Malaysia - Political parties

Before World War II, there was limited political activity in Malaya, but the Japanese occupation and its aftermath brought a new political awareness. Postwar political parties sought independence, and although the Malays feared domination by the populous minorities, particularly the economically stronger Chinese. The United Malays National Organization (UMNO), the leading Malay party, and the Malaysian Chinese Association (MCA) formed the Alliance Party in 1952. This party was later joined by the Malaysian Indian Congress (MIC) and became the nation's dominant political party. The Malayan Communist Party, a powerful and well-organized group after the war, penetrated and dominated the trade unions. In 1948, after the Communists had resorted to arms, they were outlawed.

In the elections of April 1964, the Alliance Party won a majority of 89 of the 154 House seats.
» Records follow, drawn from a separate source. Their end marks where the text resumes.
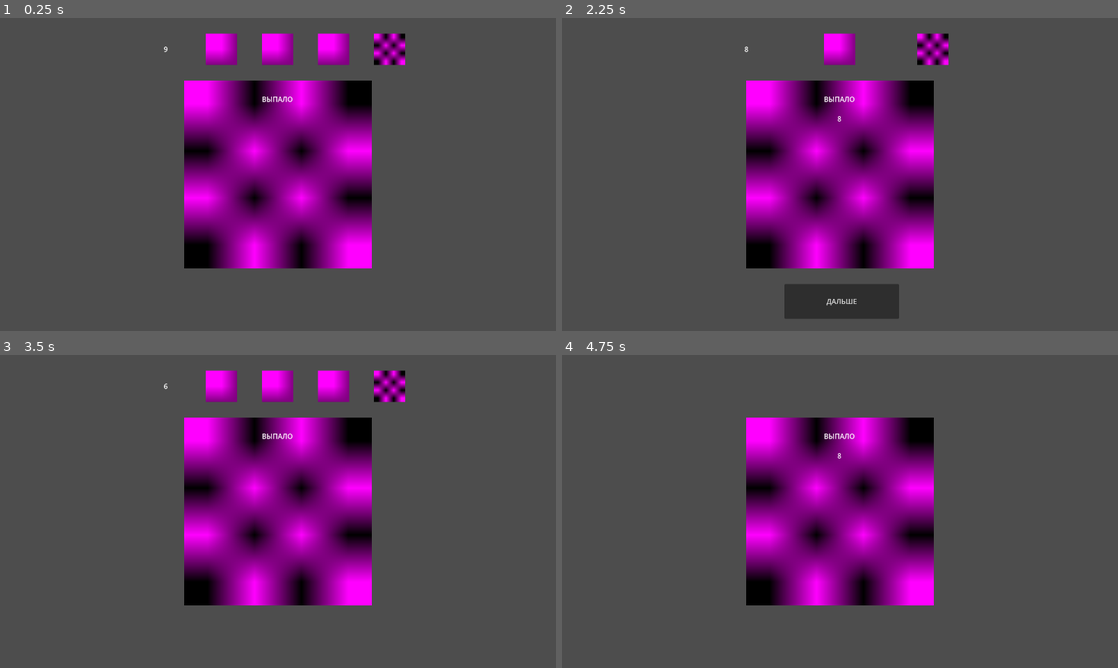
Above: before the commit, frames 1-4 (two rows, left to right).
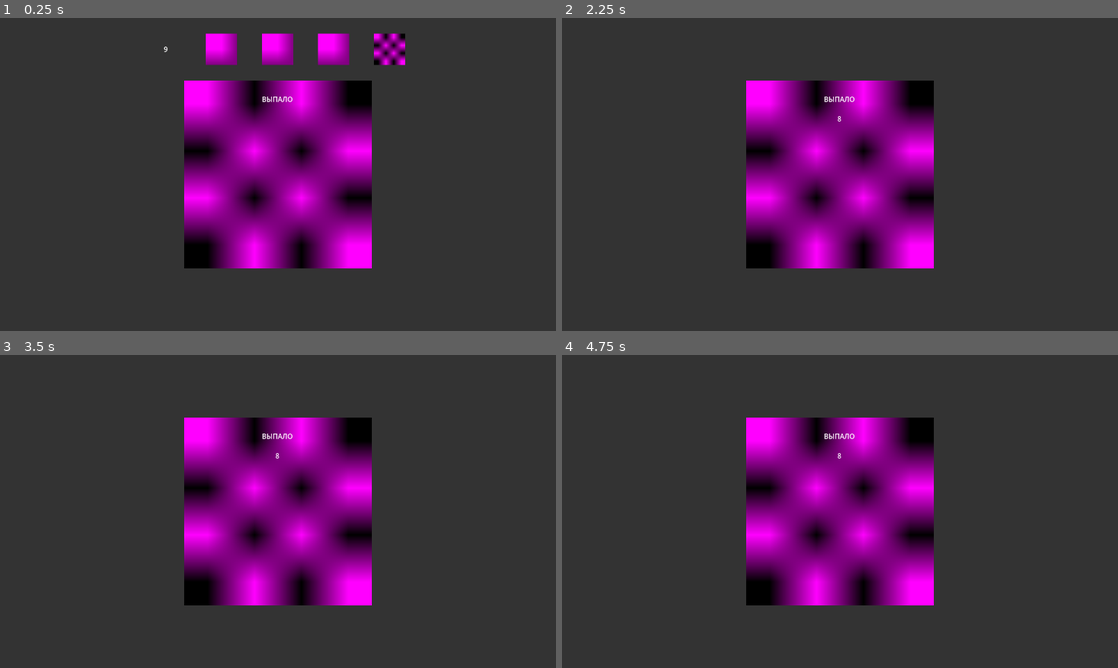
Above: after the commit, the same moments.

Repository: TheGirs0n/it-grow
Game: Godot game, scene res://Assets/Scenes/UI/MainUI/GameOverMiniGameUI.tscn
Two runs of this game, one before a commit and one after it. Both use one fixed random seed, a clock stepped at 60 frames per second and the inputs below. The project has no main scene, so this scene is started directly.
Inputs (mouse positions are in pixels of both pictures, inside the frame that each line leads up to):
- Up to frame 1 (0.25 s): no input
- Up to frame 2 (2.25 s): click (784, 49) at 0.5 s; click "ДАЛЬШЕ" at 1.25 s; click (840, 49) at 2 s
- Up to frame 3 (3.5 s): click (278, 639) at 2.75 s, where only the run before the commit has a clickable "ДАЛЬШЕ"
- Up to frame 4 (4.75 s): click (895, 386) at 3.52 s; tap Enter at 4.25 s; move the mouse to (962, 495) at 4.27 s; click (962, 495) at 4.42 s

The runs differ from the first frame. In frame 1, 77% of the frame differs, in the area x 0-100%, y 0-100%; in frame 2, 77%; in frame 3, 80%; in frame 4, 80%.

Commit message:
third com

Diff:
--- a/Assets/Resources/PlateResource.gd
+++ b/Assets/Resources/PlateResource.gd
@@ -2,6 +2,7 @@
 class_name PlantResource
 
 @export_multiline var plant_name : String
+@export var plant_energy : GlobalEnums.PLANT_ENERGY
 @export_multiline var plant_description : String
 @export var plant_grow_stage_textures : Array[CompressedTexture2D]
 @export var plant_smell : GlobalEnums.PLANT_SMELL
--- a/Assets/Scenes/Plant/Plant.tscn
+++ b/Assets/Scenes/Plant/Plant.tscn
@@ -4,7 +4,7 @@
 
 [sub_resource type="PlaceholderTexture2D" id="PlaceholderTexture2D_obxvn"]
 
-[node name="Plant" type="Control"]
+[node name="Plant" type="Control" node_paths=PackedStringArray("plant_texture")]
 layout_mode = 3
 anchors_preset = 15
 anchor_right = 1.0
@@ -12,6 +12,7 @@
 grow_horizontal = 2
 grow_vertical = 2
 script = ExtResource("1_obxvn")
+plant_texture = NodePath("TextureRect")
 
 [node name="TextureRect" type="TextureRect" parent="."]
 self_modulate = Color(0.196078, 0.211765, 0.247059, 0.666667)
@@ -22,3 +23,5 @@
 grow_horizontal = 2
 grow_vertical = 2
 texture = SubResource("PlaceholderTexture2D_obxvn")
+
+[connection signal="gui_input" from="." to="." method="_on_gui_input"]
--- a/Assets/Scenes/Test.tscn
+++ b/Assets/Scenes/Test.tscn
@@ -1,15 +1,7 @@
-[gd_scene load_steps=3 format=3 uid="uid://dwig7ecv7xeop"]
+[gd_scene load_steps=2 format=3 uid="uid://dwig7ecv7xeop"]
 
 [ext_resource type="PackedScene" uid="uid://dwge7iku0cbsp" path="res://Assets/Scenes/UI/MainUI/MainUI.tscn" id="1_dufu2"]
-[ext_resource type="PackedScene" uid="uid://ba25ifuiwotpe" path="res://Assets/Scenes/Plant/Plant.tscn" id="2_etuvg"]
 
 [node name="Test" type="Node"]
 
 [node name="MainUi" parent="." instance=ExtResource("1_dufu2")]
-
-[node name="Plant" parent="." instance=ExtResource("2_etuvg")]
-offset_left = 114.0
-offset_top = 373.0
-offset_right = 114.0
-offset_bottom = 373.0
-scale = Vector2(0.27937, 0.403428)
--- a/Assets/Scenes/UI/MainUI/GameOverMiniGameUI.tscn
+++ b/Assets/Scenes/UI/MainUI/GameOverMiniGameUI.tscn
@@ -1,6 +1,8 @@
-[gd_scene load_steps=5 format=3 uid="uid://dgg30oyjhveym"]
+[gd_scene load_steps=6 format=3 uid="uid://dgg30oyjhveym"]
 
 [ext_resource type="Script" uid="uid://cmn6s8mt2nrhe" path="res://Assets/Scripts/Main/GameOverMiniGameUi.gd" id="1_p3f5u"]
+
+[sub_resource type="PlaceholderTexture2D" id="PlaceholderTexture2D_rptop"]
 
 [sub_resource type="PlaceholderTexture2D" id="PlaceholderTexture2D_yb5e4"]
 
@@ -8,7 +10,7 @@
 
 [sub_resource type="PlaceholderTexture2D" id="PlaceholderTexture2D_p3f5u"]
 
-[node name="GameOverMiniGameUi" type="Control" node_paths=PackedStringArray("container", "number_next", "more_than_button", "equal_button", "less_than_button", "next_stage", "dice_number_text")]
+[node name="GameOverMiniGameUi" type="Control" node_paths=PackedStringArray("container", "number_next", "more_than_button", "equal_button", "less_than_button", "next_stage", "dice_number_text", "timer")]
 layout_mode = 3
 anchors_preset = 15
 anchor_right = 1.0
@@ -23,6 +25,18 @@
 less_than_button = NodePath("HBoxContainer/LessButton")
 next_stage = NodePath("NextStage")
 dice_number_text = NodePath("DiceTable/VBoxContainer/NumberText")
+timer = NodePath("Timer")
+
+[node name="TextureRect" type="TextureRect" parent="."]
+modulate = Color(0, 0, 0, 1)
+self_modulate = Color(1, 1, 1, 0.333333)
+layout_mode = 1
+anchors_preset = 15
+anchor_right = 1.0
+anchor_bottom = 1.0
+grow_horizontal = 2
+grow_vertical = 2
+texture = SubResource("PlaceholderTexture2D_rptop")
 
 [node name="HBoxContainer" type="HBoxContainer" parent="."]
 layout_mode = 1
@@ -114,7 +128,12 @@
 action_mode = 0
 text = "ДАЛЬШЕ"
 
+[node name="Timer" type="Timer" parent="."]
+wait_time = 3.0
+one_shot = true
+
 [connection signal="pressed" from="HBoxContainer/MoreButton" to="." method="_on_more_button_pressed"]
 [connection signal="pressed" from="HBoxContainer/EqualButton" to="." method="_on_equal_button_pressed"]
 [connection signal="pressed" from="HBoxContainer/LessButton" to="." method="_on_less_button_pressed"]
 [connection signal="pressed" from="NextStage" to="." method="_on_next_stage_pressed"]
+[connection signal="timeout" from="Timer" to="." method="_on_timer_timeout"]
--- a/Assets/Scenes/UI/MainUI/MainUI.tscn
+++ b/Assets/Scenes/UI/MainUI/MainUI.tscn
@@ -1,16 +1,26 @@
-[gd_scene load_steps=4 format=3 uid="uid://dwge7iku0cbsp"]
+[gd_scene load_steps=6 format=3 uid="uid://dwge7iku0cbsp"]
 
 [ext_resource type="Script" uid="uid://dhwkacn5w1smw" path="res://Assets/Scripts/UI/Main/MainUi.gd" id="1_sm6gl"]
 [ext_resource type="PackedScene" uid="uid://df4il6aelqnrl" path="res://Assets/Scenes/UI/MainUI/CareBox/CareBoxUI.tscn" id="2_gc7u3"]
 [ext_resource type="PackedScene" uid="uid://cmj4af8vp5kwj" path="res://Assets/Scenes/UI/Menus/PauseMenu.tscn" id="3_gc7u3"]
+[ext_resource type="PackedScene" uid="uid://ba25ifuiwotpe" path="res://Assets/Scenes/Plant/Plant.tscn" id="4_vn8su"]
+[ext_resource type="PackedScene" uid="uid://dgg30oyjhveym" path="res://Assets/Scenes/UI/MainUI/GameOverMiniGameUI.tscn" id="5_6205g"]
 
 [node name="MainUi" type="CanvasLayer" node_paths=PackedStringArray("care_box_ui", "pause_menu_ui")]
 script = ExtResource("1_sm6gl")
 care_box_ui = NodePath("CareBoxUi")
 pause_menu_ui = NodePath("PauseMenu")
+game_over_mini_game_ui = ExtResource("5_6205g")
 
 [node name="CareBoxUi" parent="." instance=ExtResource("2_gc7u3")]
 
 [node name="PauseMenu" parent="." instance=ExtResource("3_gc7u3")]
 process_mode = 3
 visible = false
+
+[node name="Plant" parent="." instance=ExtResource("4_vn8su")]
+offset_left = 265.0
+offset_top = 332.0
+offset_right = 265.0
+offset_bottom = 332.0
+scale = Vector2(0.36899, 0.554682)
--- a/Assets/Scripts/CareBox/CareBoxItem.gd
+++ b/Assets/Scripts/CareBox/CareBoxItem.gd
@@ -11,17 +11,15 @@
 		if event.button_index == MOUSE_BUTTON_LEFT:
 			if event.is_pressed():
 				item_picked.emit(self)
+				print("ITEM PICKED: " + self.name)
 				change_mouse_on_item()
 
 func change_mouse_on_item():
 	Input.set_custom_mouse_cursor(mini_care_box_item_icon)
-	print(name)
 
 func set_default_mouse_on_item():
 	Input.set_default_cursor_shape(Input.CURSOR_ARROW)
 
-func interact_with_plant():
-	set_default_mouse_on_item()
 
 func mouse_entered():
 	print(name)
--- a/Assets/Scripts/Global/GlobalEnums.gd
+++ b/Assets/Scripts/Global/GlobalEnums.gd
@@ -1,6 +1,10 @@
 extends Node
 
 enum PLANT_SMELL{
+
+}
+
+enum PLANT_ENERGY{
 
 }
 
--- a/Assets/Scripts/Main/GameManager.gd
+++ b/Assets/Scripts/Main/GameManager.gd
@@ -27,9 +27,9 @@
 func increase_current_attempts():
 	if current_attempts < max_attempts:
 		current_attempts += 1
+		print(current_attempts)
 	else:
-		pass
-		# вызываем мини-игру
+		GlobalContext.main_ui_instance.open_minigame()
 
 func decrease_current_attempts():
 	current_attempts -= 1
--- a/Assets/Scripts/Main/GameOverMiniGameUi.gd
+++ b/Assets/Scripts/Main/GameOverMiniGameUi.gd
@@ -18,6 +18,7 @@
 
 @export_group("Balance Things")
 @export var max_round_for_win : int = 3
+@export var timer : Timer
 
 enum MINI_GAME_MODE{
 	MORE_THAN,
@@ -53,7 +54,7 @@
 	current_round = 1
 
 func reset_mini_game():
-	current_number = randi_range(5, 9)
+	current_number = randi_range(5, 9) # подкрутить вероятности
 	number_next.text = str(current_number)
 	current_round += 1
 	dice_number_text.text = ""
@@ -130,23 +131,27 @@
 	check_win()
 
 func increase_score(incoming_score : int):
-	if incoming_score == 3:
-		return
-
 	current_score += incoming_score
 
+func check_win():
+	if current_round == 3:
+		container.hide()
+		timer.start()
+	else:
+		next_stage.show()
 
-func check_win():
 	if current_score >= 2:
+		container.hide()
+		next_stage.hide()
+		timer.start()
 		print("WIN")
 	else:
 		print("CHECK")
 
-	if current_round == 3:
-		container.hide()
-		print("LOSE")
-	else:
-		next_stage.show()
 
 func _on_next_stage_pressed() -> void:
 	reset_mini_game()
+
+
+func _on_timer_timeout() -> void:
+	queue_free()
--- a/Assets/Scripts/Plant/PlantTemplate.gd
+++ b/Assets/Scripts/Plant/PlantTemplate.gd
@@ -1,31 +1,48 @@
 extends Control
 class_name PlantTemplate
 
-@export_multiline var plant_name : String
-@export_multiline var plant_description : String
-@export var plant_grow_stage_textures : Array[CompressedTexture2D]
-@export var plant_smell : GlobalEnums.PLANT_SMELL
-@export var plant_leaf : GlobalEnums.PLANT_LEAF
-@export var plant_juice_density : GlobalEnums.PLANT_JUICE_DENSITY
-@export var plant_juice_color : GlobalEnums.PLANT_JUICE_COLOR
-@export var plant_care_stages : Array[GlobalEnums.PLANT_CARE_TYPE]
+@export var plant_texture : TextureRect
+
+var plant_name : String
+var plant_energy : GlobalEnums.PLANT_ENERGY
+var plant_description : String
+var plant_grow_stage_textures : Array[CompressedTexture2D]
+var plant_smell : GlobalEnums.PLANT_SMELL
+var plant_leaf : GlobalEnums.PLANT_LEAF
+var plant_juice_density : GlobalEnums.PLANT_JUICE_DENSITY
+var plant_juice_color : GlobalEnums.PLANT_JUICE_COLOR
+var plant_care_stages : Array[GlobalEnums.PLANT_CARE_TYPE]
 
 var plant_care_stages_complete : Array[bool]
+var plant_care_stages_index = 0
 
 func _ready() -> void:
 	load_data_from_resource(PlantResourceFabric.get_random_plant_resource())
 
 func load_data_from_resource(new_resouce : PlantResource):
 	plant_name = new_resouce.plant_name
+	plant_energy = new_resouce.plant_energy
 	plant_description = new_resouce.plant_description
 	plant_grow_stage_textures = new_resouce.plant_grow_stage_textures
 	plant_smell = new_resouce.plant_smell
 	plant_leaf = new_resouce.plant_leaf
 	plant_juice_density = new_resouce.plant_juice_density
 	plant_juice_color = new_resouce.plant_juice_color
+	plant_care_stages = new_resouce.plant_care_stages
 
 	for i in new_resouce.plant_care_stages:
 		plant_care_stages_complete.append(false)
+
+
+func _on_gui_input(event: InputEvent) -> void:
+	if event is InputEventMouseButton:
+		if event.button_index == MOUSE_BUTTON_LEFT:
+			if event.is_pressed():
+				if GlobalContext.main_ui_instance.care_box_ui.current_care_box_item == null:
+					print("NO ITEM")
+				else:
+					try_caring_plant(GlobalContext.main_ui_instance.care_box_ui.current_care_box_item)
+					GlobalContext.main_ui_instance.care_box_ui.clear_current_care_box_item()
 
 
 func reset_care_routine():
@@ -34,12 +51,12 @@
 
 func try_caring_plant(care_item : CareBoxItem):
 	if plant_care_stages_complete.find(false) == -1:
-		print("ПОПЫТКА ПЕРЕУХОДА ЗА ЦВЕТКОМ")
+		increase_grow_stage()
 		return
 
 	if !plant_care_stages.has(care_item.plant_care_type):
 		print("НЕТ ТАКОГО В ИНСТРУКЦИИ")
-		GlobalContext.game_manager_instance.increase_current_attempts()
+		decrease_grow_stage()
 		return
 
 	var current_stage = plant_care_stages_complete.find(false)
@@ -48,6 +65,23 @@
 		print("ОТЛИЧНЫЙ УХОД")
 	else:
 		print("ОШИБКА УХОДА")
+		decrease_grow_stage()
+
+func increase_grow_stage():
+	if plant_care_stages_index < plant_care_stages.size():
+		plant_care_stages_index += 1
+		plant_texture.texture = plant_grow_stage_textures[plant_care_stages_index]
+	else:
+		print("ЦВЕТКУ БОЛЬШЕ НЕКУДА РАСТИ")
+
+func decrease_grow_stage():
+	if plant_care_stages_index > 0:
+		plant_care_stages_index -= 1
+		plant_texture.texture = plant_grow_stage_textures[plant_care_stages_index]
+		GlobalContext.game_manager_instance.increase_current_attempts()
+	elif plant_care_stages_index == 0:
+		plant_care_stages_index = 0
+		#plant_texture.texture = plant_grow_stage_textures[0]
 		GlobalContext.game_manager_instance.increase_current_attempts()
 
 func get_plant_name() -> String:
--- a/Assets/Scripts/UI/Main/CareBoxUi.gd
+++ b/Assets/Scripts/UI/Main/CareBoxUi.gd
@@ -7,4 +7,5 @@
 	current_care_box_item = item
 
 func clear_current_care_box_item():
+	current_care_box_item.set_default_mouse_on_item()
 	current_care_box_item = null
--- a/Assets/Scripts/UI/Main/MainUi.gd
+++ b/Assets/Scripts/UI/Main/MainUi.gd
@@ -3,6 +3,7 @@
 
 @export var care_box_ui : CareBoxUI
 @export var pause_menu_ui : PauseMenuUI
+@export var game_over_mini_game_ui : PackedScene
 
 func _ready() -> void:
 	GlobalContext.main_ui_instance = self
@@ -13,6 +14,11 @@
 func settings_scene_open():
 	hide_pause()
 
+func open_minigame():
+	var scene = game_over_mini_game_ui.instantiate() as GameOverMiniGameUI
+	scene.prepare_mini_game()
+	self.add_child(scene)
+
 func open_pause():
 	pause_menu_ui.show()

The third general election since independence was held in Peninsular Malaysia on 10 May 1969; in the balloting, the Alliance Party suffered a setback, winning only 66 seats. The election was followed by communal rioting, mainly between Malays and Chinese, resulting in much loss of life and damage to property. The government suspended parliament and declared a state of emergency; elections in Sarawak and Sabah were postponed until July 1970. By the time parliament was reconvened on 22 February 1971, the Alliance had achieved a two-thirds majority (required for the passage of constitutional amendments) with the addition of 10 unopposed seats from Sabah and through a coalition with the Sarawak United People's Party, which controlled 12 seats.

The elections for state assemblies also resulted in a setback for the Alliance Party, which before the elections had controlled 10 of the 13 state assemblies, but after the elections only 7. In September 1970, Tunku Abdul Rahman retired as prime minister and was replaced by the deputy prime minister, Tun Abdul Razak. In 1973, the Alliance Party formed a broader coalition consisting of the UMNO, MCA, MIC, and eight minority parties. Known as the National Front and led by the UMNO, the ruling coalition was returned to power in the 1974, 1978, 1982, and 1986 elections with overwhelming majorities (148 of 177 seats in 1986). The principal opposition parties, which win few seats owing to a legislative apportionment scheme that heavily favors Malay voters, are the Chinese-based Democratic Action Party (DAP), founded in 1966, and the Pan-Malayan Islamic Party, dedicated to establishing an Islamic state.

In July 1981, Datuk Seri Mahathir bin Mohamad replaced Datuk Hussein bin Onn as prime minister. As of 1986, the National Front also had majorities in 11 of 13 state legislatures; the state assembly of Sabah, the lone exception, was under the control of the Sabah People's Union (Berjaya). In the 1986 elections, Chinese voters moved away from the MCA and toward the DAP. In April 1987, Mahathir narrowly overcame a challenge to his leadership of the UMNO.

As of 2003 there were more than 20 registered parties. The governing coalition is the Barisan Nasional (National Front), led by the United Malays National Organization (UMNO) and comprising 13 other parties, most ethnically based. Major opposition groups are the Muslim Unity Movement (APU), dominated by the Parti Se-Islam Malaysia (PAS), the Democratic Action Party (DAP), which is predominantly Chinese and socialist, the Parti Bersatu Sabah (PBS), and the newly formed National Justice Party formed by Wan Aziziah Wan Ismail, the wife of jailed government official Anwar Ibrahim.

In the election held 28 and 29 November 1999, the 193 seats of the lower house were distributed as follows: National Front (148 seats), DAP (10), PBS (3), and PAS (27), and Parti Keadilan Nasional (5). In the election, PAS won control of the state governments of Kelantan and Terengganu, giving it two of Malaysia's 13 states. The next elections must be held by 20 December 2004, but because Mahathir has announced he will resign by October 2003, an election is expected to be called before he leaves office in the hope of capitalizing on voters' goodwill towards the UMNO.